Il ne serait pas surprenant que ce rapport éclabousse les processus politiques en cours qui touchent aux questions de communication commerciale.
Sa publication intervient en effet quelques jours seulement après la renonciation du Sénat à l’interdiction de la publicité pour l’ultra fast fashion, incluse dans le texte de proposition de loi initiale et à l’issue des débats à l’Assemblée au premier semestre 2024. De manière tristement ordinaire, le Sénat a adopté un amendement remplaçant cette mesure – à l’ambition déjà limitée puisqu’elle visait surtout Shein et Temu, laissant de côté les H&M, Zara et consorts - par une nouvelle obligation de mention légale... Que feront nos députés lorsqu’il leur reviendra de se positionner en seconde lecture, et que les associations leur enverront massivement les dizaines de pages de ce rapport documentant l’explosion des dépenses publicitaires du secteur de la fast fashion, l’inefficacité des mentions légales et au contraire l’efficacité des mesures d’interdictions ?

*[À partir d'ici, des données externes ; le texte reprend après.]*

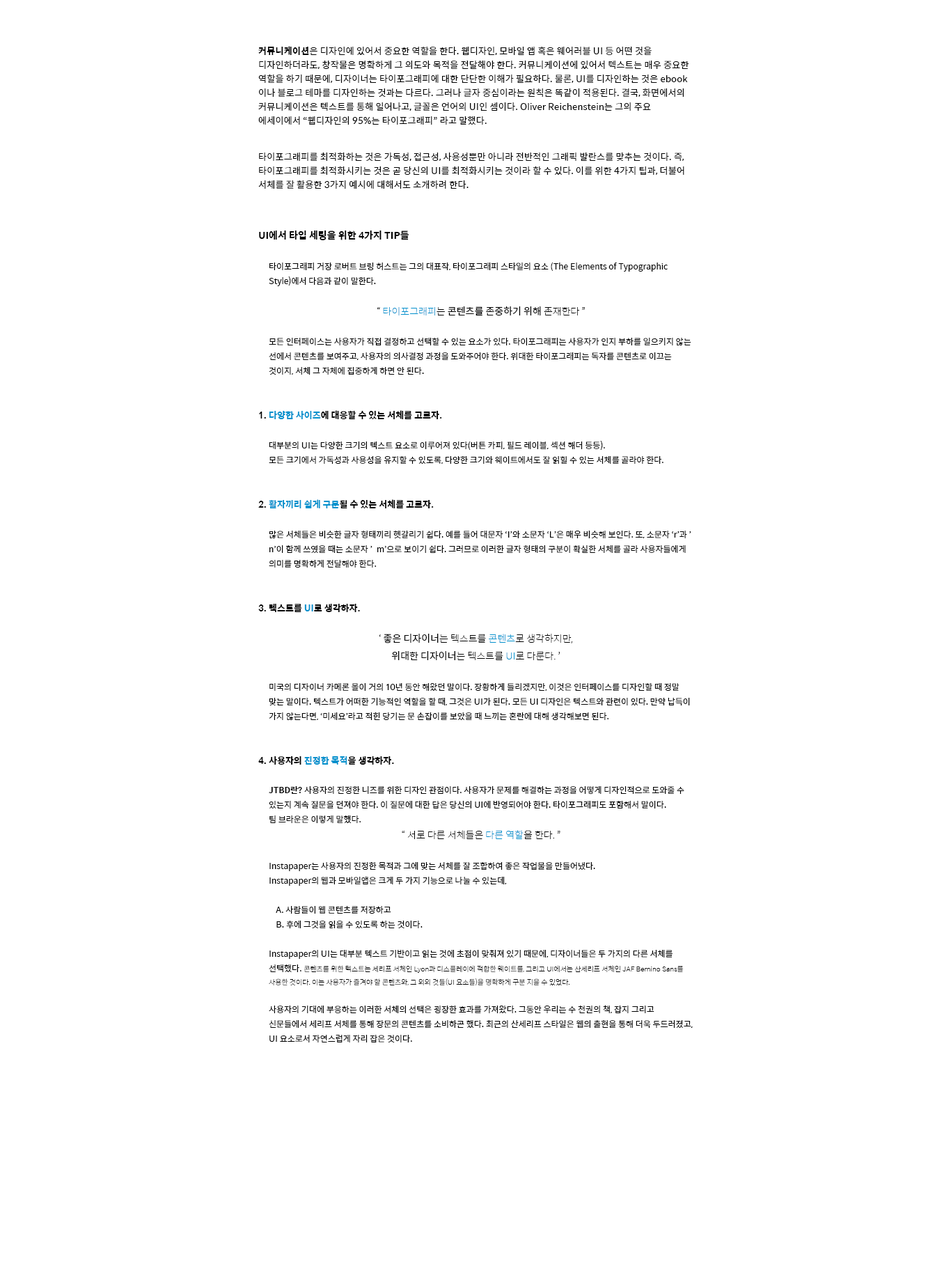
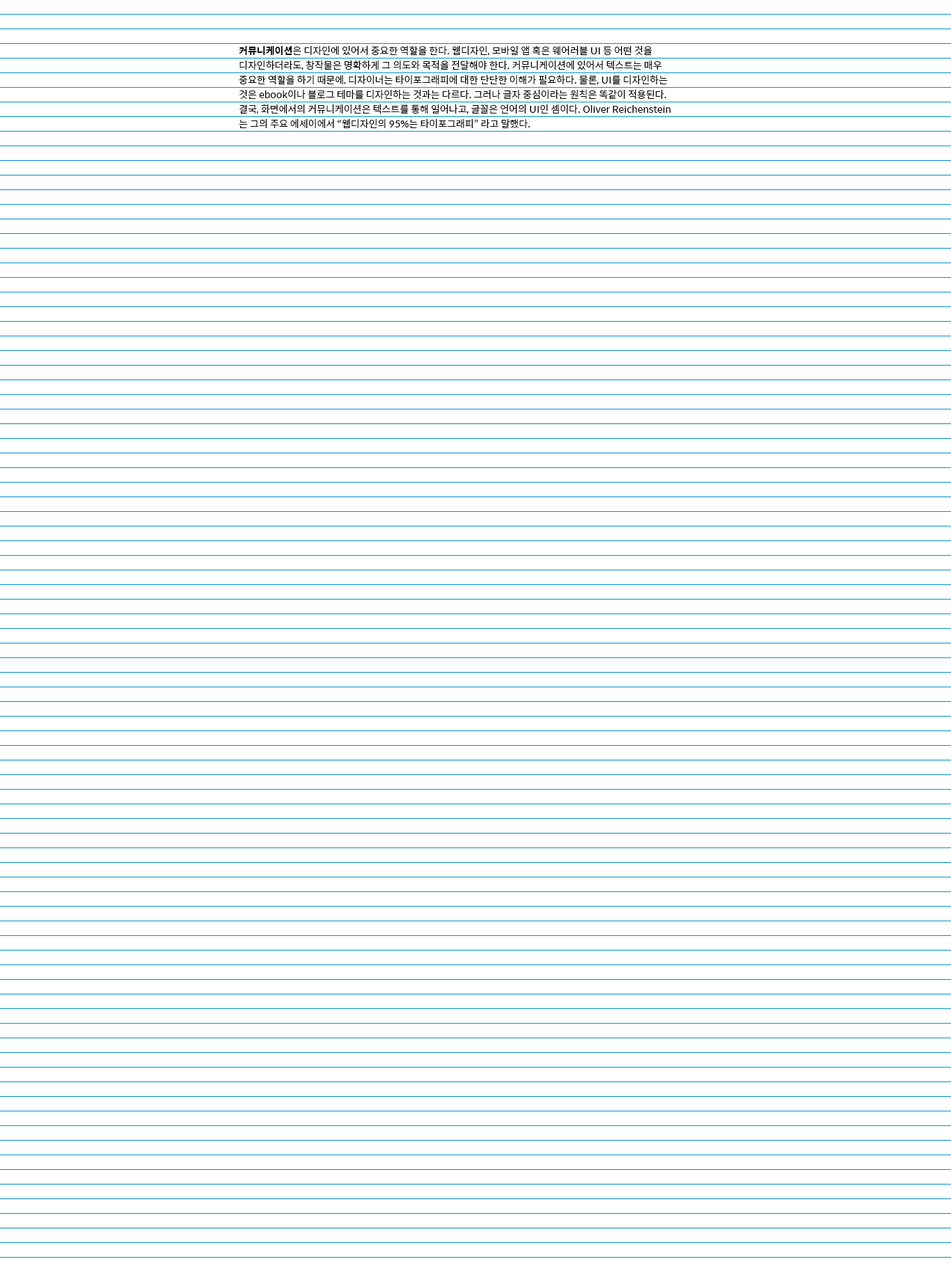
Layered file, before and after one edit (w=951, h=1266). Changes by layer:
added group "grid" with 1 layers above "커뮤니케이션은 디자인에 있어서 중요한 역할을 한다. 웹디자인, 모바일 앱 혹은 웨어러블 UI 등 어떤 것을 디자인" over [0, 13, 951, 1258]
added layer "leading-21" in group "grid" over [0, 13, 951, 1258]
painted on "커뮤니케이션은 디자인에 있어서 중요한 역할을 한다. 웹디자인, 모바일 앱 혹은 웨어러블 UI 등 어떤 것을 디자인" over [238, 45, 693, 1043]

Il en va de même concernant la Stratégie nationale pour l’alimentation, la nutrition et le climat (« SNANC » de son petit nom, un serpent de mer depuis plusieurs années maintenant) dont les arbitrages doivent être enfin rendus ces jours-ci. La ministre de l’agriculture (qui a tenté de bloquer en février la simple mise à jour scientifique du Nutri-Score, avant de céder sous la pression) s’oppose actuellement à l’inscription du Nutri-Score obligatoire sur les publicités et les produits et l’interdiction de la publicité pour les produits trop gras trop sucrés trop salés. Quels seront les mots du gouvernement pour justifier une telle décision, après la publication d’un rapport de leurs propres inspecteurs qui ne laisse aucune place à une justification rationnelle pour une telle décision ?

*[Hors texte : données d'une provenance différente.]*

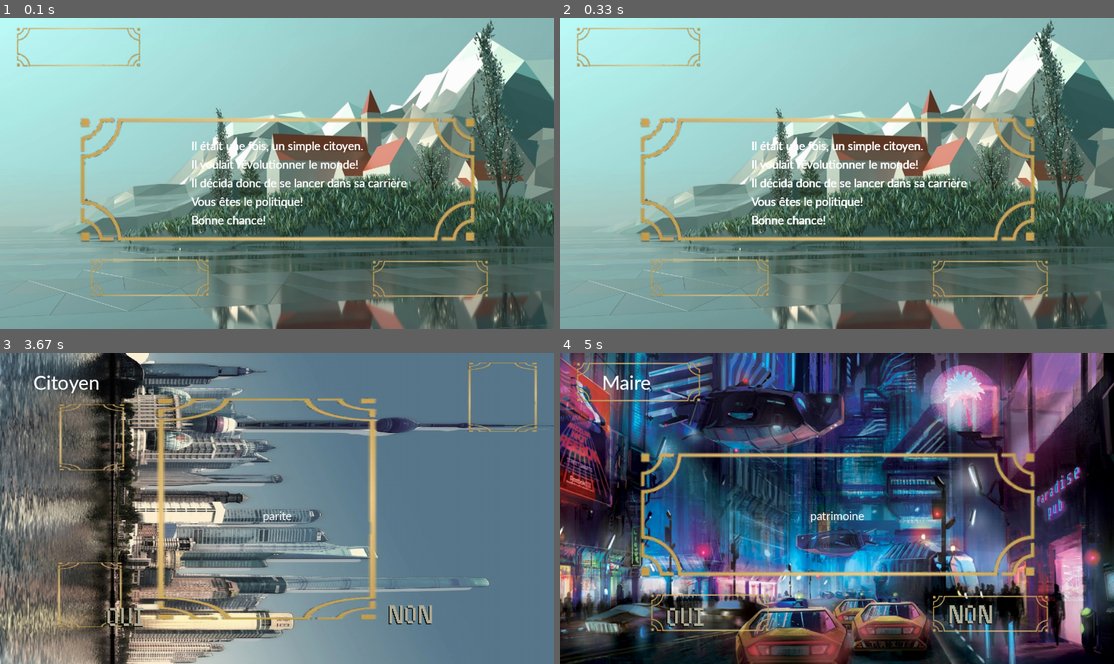
Above: before the commit, frames 1-4 (two rows, left to right).
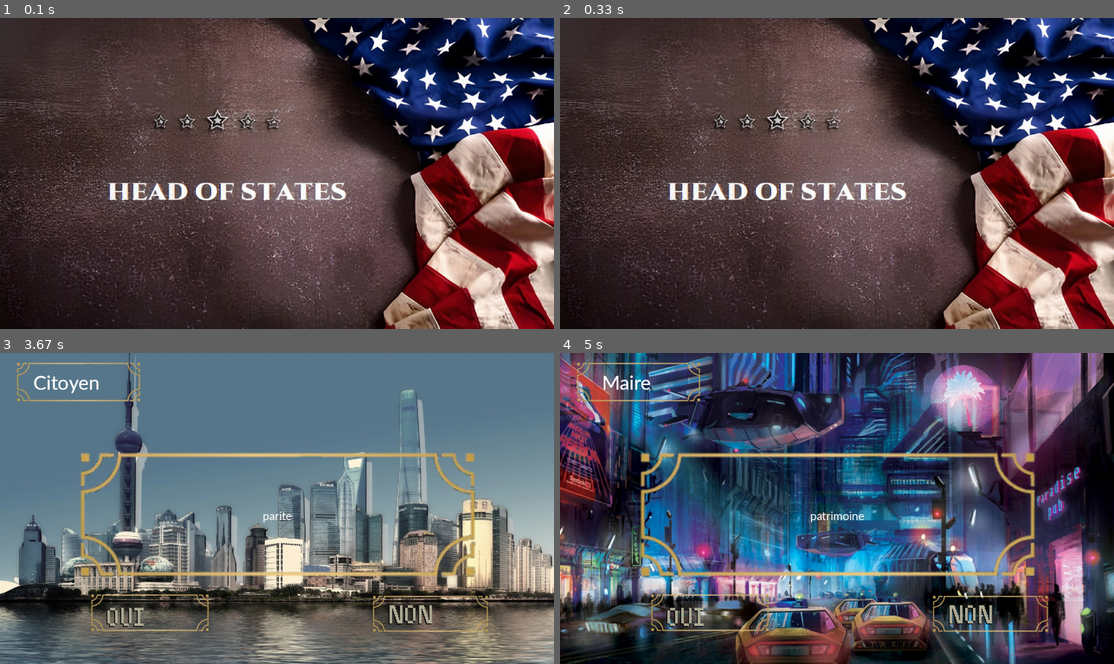
Above: after the commit, the same moments.

Repository: QuentinBubu/trophees-nsi-2022
Game: pygame game, started from main.py
The game is run twice, just before and just after one commit, with the same random seed, the same clock (stepped at 60 frames per second) and the same inputs.
Inputs (mouse positions are in pixels of both pictures, inside the frame that each line leads up to):
- Up to frame 1 (0.1 s): no input
- Up to frame 2 (0.33 s): no input
- Up to frame 3 (3.67 s): click (393, 452) at 3.38 s
- Up to frame 4 (5 s): click (687, 617) at 3.72 s; click (969, 617) at 4.15 s; press the mouse at (687, 617) at 4.47 s; move the mouse to (687, 611) at 4.57 s; release the mouse at (692, 604) at 4.7 s

The runs differ from the first frame. In frame 1, 98% of the frame differs, in the area x 0-100%, y 0-100%; in frame 2, 98%; in frame 3, 76%; in frame 4, nothing differs.

Commit message:
Image d'attente + logo + fond dans le bon sens

Diff:
--- a/main.py
+++ b/main.py
@@ -7,13 +7,20 @@
 ouvert = True
 ecran = PROLOGUE
 screen = Screen()
+import time
 
 interragibles = [
     #Bouton((50, 50), (100, 100), "image/temp_debut.jpg", "image/imagepygame.jpg")
 ]
+once = True
+while ouvert:
 
-while ouvert:
-    screen.set_fond()
+    if once:
+        once = False
+        screen.set_fond('image/logo.png')
+        pygame.display.flip()
+        time.sleep(3)
+    screen.set_fond('image/temp_debut.jpg')
 
     for event in pygame.event.get():
         if event.type == pygame.QUIT:
--- a/src/listeEvenement.py
+++ b/src/listeEvenement.py
@@ -1,10 +1,9 @@
 from json import load
 from random import choice
-from tkinter import Button
 from bouton import *
 from pygameSettings import PROLOGUE, afficher_text
 
-from src.utils.constante import BLANC, CITOYEN, EVENT, GRADE, FIN_DICT_VIDE, MAIRE, DEPUTE, DEPUTE_REGIONAL, MINISTRE, PRESIDENT, PRESIDENT_DES_NATIONS
+from src.utils.constante import CITOYEN, EVENT, GRADE, FIN_DICT_VIDE, MAIRE, DEPUTE, DEPUTE_REGIONAL, MINISTRE, PRESIDENT, PRESIDENT_DES_NATIONS
 from src.utils.affichage import Affichage
 
 class ListeEvenement:
--- a/src/screen.py
+++ b/src/screen.py
@@ -13,7 +13,7 @@
         self.set_caption('Head Of States')
         self.set_fond('image/temp_debut.jpg')
         self.clock = pygame.time.Clock()
-
+        self.set_logo('image/logo.png')
         self.font = pygame.font.SysFont('Candara', 30)
         self.font50 = pygame.font.SysFont('Candara', 50)
 
@@ -25,9 +25,15 @@
         if chemin != '':
             self.chemin = chemin
         self.fond = pygame.image.load(self.chemin).convert_alpha()
-        self.fond = pygame.transform.rotate(self.fond, -90)
+        if self.fond.get_width() < self.fond.get_height():
+            self.fond = pygame.transform.rotate(self.fond, -90)
         self.fond = pygame.transform.scale(self.fond, self.screen.get_size())
         self.screen.blit(self.fond, (0,0))
+
+    def set_logo(self, chemin:str = ''):
+        self.logo = pygame.image.load(chemin).convert_alpha()
+        pygame.display.set_icon(self.logo)
+
 
     def get_screen(self):
         return self.screen
Binary file added: image/logo.png
Binary file added: image/logo32x32.jpg
Binary file changed: image/temp_debut.jpg

Mais finalement, c’est peut-être dans la durée que se révélera toute l’étendue de l’intérêt de ce rapport. Ce travail encyclopédique, et notamment dans les six premières annexes, offre une synthèse à jour des connaissances sur un très grand nombre de sujets relatifs aux effets et au fonctionnement de la publicité. Il fournit aussi des données et des analyses inédites, à partir de ses propres travaux ou grâce aux auditions d’autres services du gouvernement qui révèlent leurs données internes. Et souvent, des outils précieux ont été réalisés : tableaux synthétiques des mesures réglementaires existantes, fiches techniques sur chacune d’entre elles, données consolidées sur les dépenses par secteurs, etc.
Par conséquent, ce rapport va devenir LA ressource de référence pour toute une série d’acteurs. Il permettra aux journalistes et aux associations d’accéder rapidement à des informations solides sur ces sujets dès que nécessaire, mettant ainsi fin au brouillard parfois entretenu sur certains sujets par l’Association des agences-conseils en communication (AACC) et l’Union des marques (UDM)… Il va conduire les associations et les chercheurs qui moulineront différents jeux de données à élaborer des nouvelles analyses et propositions ou des outils plus pédagogiques aussi (datavisualisation), qui viendront à leur tour enrichir les débats intellectuels et d’opinion sur ces sujets.
D’ailleurs, le travail précieux réalisé par les auteurs du rapport pour cartographier et catégoriser les données disponibles sur le marché de la communication commerciale - identifier les jeux de données (in)accessibles et suggérer des méthodes pour croiser certaines données - donnera des idées aux chercheur·ses et aux doctorant·es, qui viendront à leur tour produire de la connaissance approfondie dans les années qui viennent.